Use semantic_reward with dspy.Refine or dspy.BestOfN:

import dspy
from semantix import Intent
from semantix.integrations.dspy import semantic_reward

class Polite(Intent):
    """The text must be polite and professional."""

qa = dspy.ChainOfThought("question -> answer")
refined = dspy.Refine(module=qa, N=3, reward_fn=semantic_reward(Polite))
result = refined(question="Handle an angry customer")

With dspy.BestOfN:

best = dspy.BestOfN(module=qa, N=5, reward_fn=semantic_reward(Polite))
result = best(question="Handle an angry customer")

Parameters

semantic_reward(
    intent: type[Intent] | str,
    *,
    field: str | None = None,
    judge: Judge | None = None,
    threshold: float | None = None,
) -> Callable[[dict, Any], float]
Parameter Description
intent An Intent subclass or a plain English description string
field The prediction field to validate. If None, uses the last field.
judge Judge backend override. Defaults to QuantizedNLIJudge.
threshold Score threshold. Outputs at or above get reward 1.0, below get raw score.

Using a plain string

reward = semantic_reward("must be polite and professional")
refined = dspy.Refine(module=qa, N=3, reward_fn=reward)

Specifying a field

reward = semantic_reward(Polite, field="answer")

semantic_metric

Use semantic_metric with dspy.Evaluate and DSPy optimizers like dspy.MIPROv2:

from semantix.integrations.dspy import semantic_metric

metric = semantic_metric(Polite)

# With dspy.Evaluate
evaluator = dspy.Evaluate(devset=dev_data, metric=metric)
score = evaluator(my_module)

# With optimizers
optimized = dspy.MIPROv2(metric=metric, ...)(my_module, trainset=train_data)

Parameters

semantic_metric(
    intent: type[Intent] | str,
    *,
    field: str | None = None,
    judge: Judge | None = None,
    threshold: float | None = None,
) -> Callable[..., float]

Same parameters as semantic_reward.
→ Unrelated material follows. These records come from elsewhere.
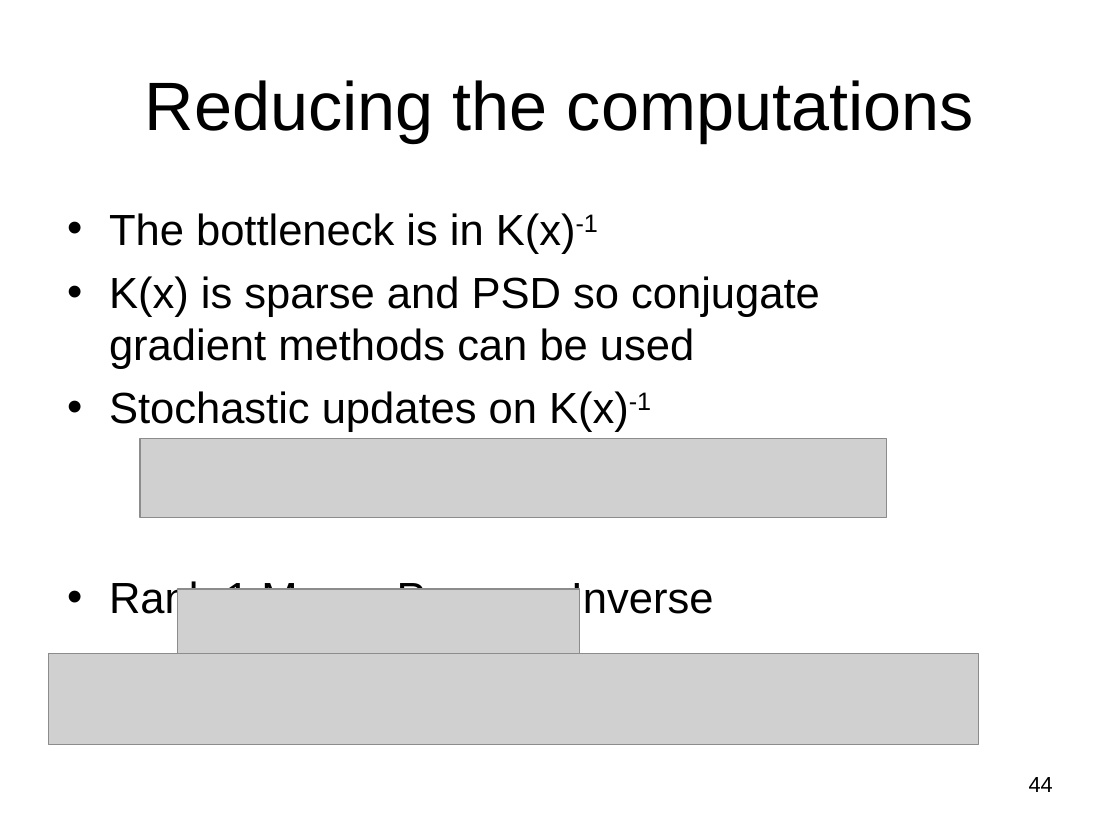
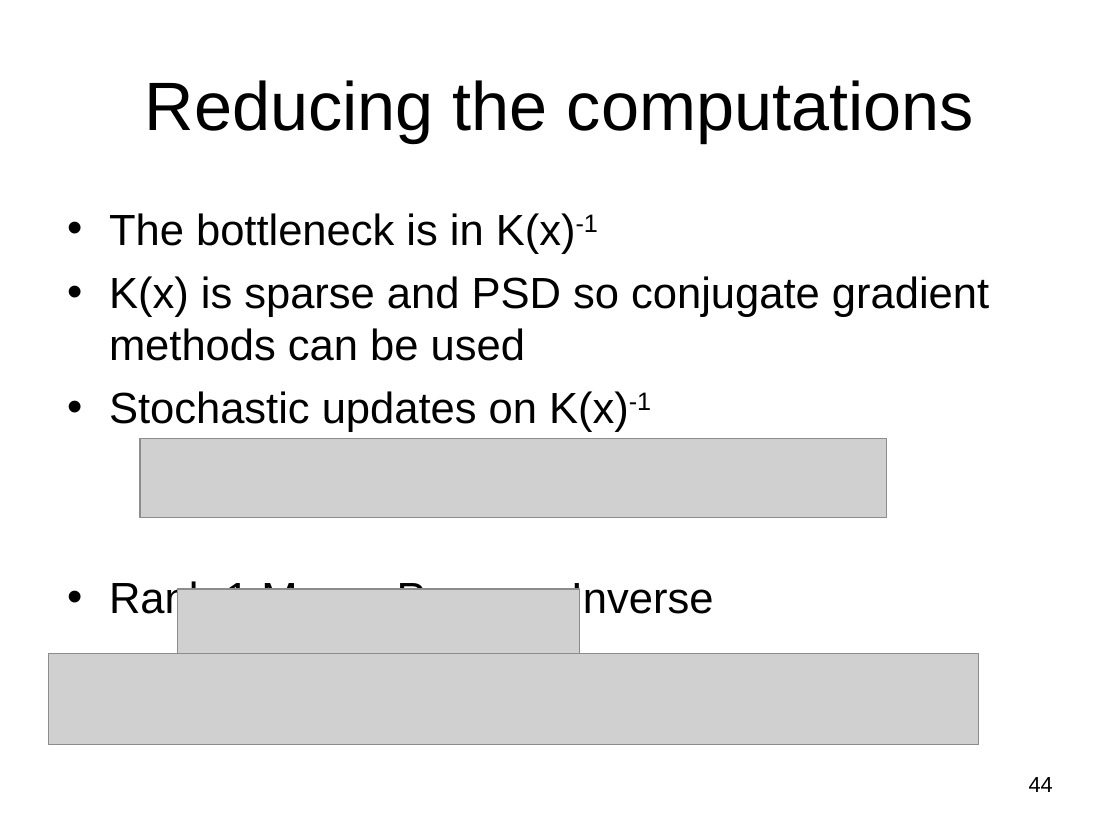
Before and after one commit to subailong/mlpack, a slide deck: slide 44 of fastlib/u/nvasil/docs/proposal/proposal.ppt. Drawn at 1120x840 pixels with LibreOffice and Linux fonts; fonts in the diff are those of the drawing; grey boxes stand for pictures. Boxes give left, top, right and bottom in pixels: in the first picture for what was removed or moved away, otherwise in the second. Text is boxed around its words. In the diff, an @@ line names an element or a change of style, - is before the commit and + after.

```diff
--- a/fastlib/u/nvasil/docs/proposal/proposal.ppt
+++ b/fastlib/u/nvasil/docs/proposal/proposal.ppt
@@ text "The bottleneck is in K(x)-1" rewrapped from <box>109,213,820,622</box> to <box>109,213,989,622</box> @@
```
Also in this commit, not shown: 4 other slides changed.

The returned function has the signature metric(example, pred) -> float expected by DSPy evaluators and optimizers.

How it works

The reward/metric function extracts text from the prediction's specified field (or the last field by default), evaluates it against the intent using a local NLI judge, and returns the entailment score as a float between 0.0 and 1.0.

Benchmarks

semantic_reward has been benchmarked against a 70B LLM-judge baseline (Groq Llama 3.3 70B) across two DSPy optimization tasks. Summary:

Dimension semantix (local NLI) Groq Llama 3.3 70B
Avg latency per evaluation ~15 ms ~500-900 ms
Cost per 1,000 evaluations $0 ~$0.13
API key required No Yes
Reward-agreement with Gemini 2.5 Flash proxy
BestOfN(N=5) paired win-rate

Full methodology, raw CSVs, run metadata, and notebooks (which render on GitHub): benchmarks/dspy/.

Two experiments per task

  • Reward-agreement — every judge scores every output; measure Pearson r vs Gemini 2.5 Flash (operational proxy-ground-truth).
  • Optimization-impactdspy.BestOfN(N=5) with semantix as reward_fn, vs the same loop with Groq as reward_fn. Final output scored by Flash. Report paired win/loss/tie.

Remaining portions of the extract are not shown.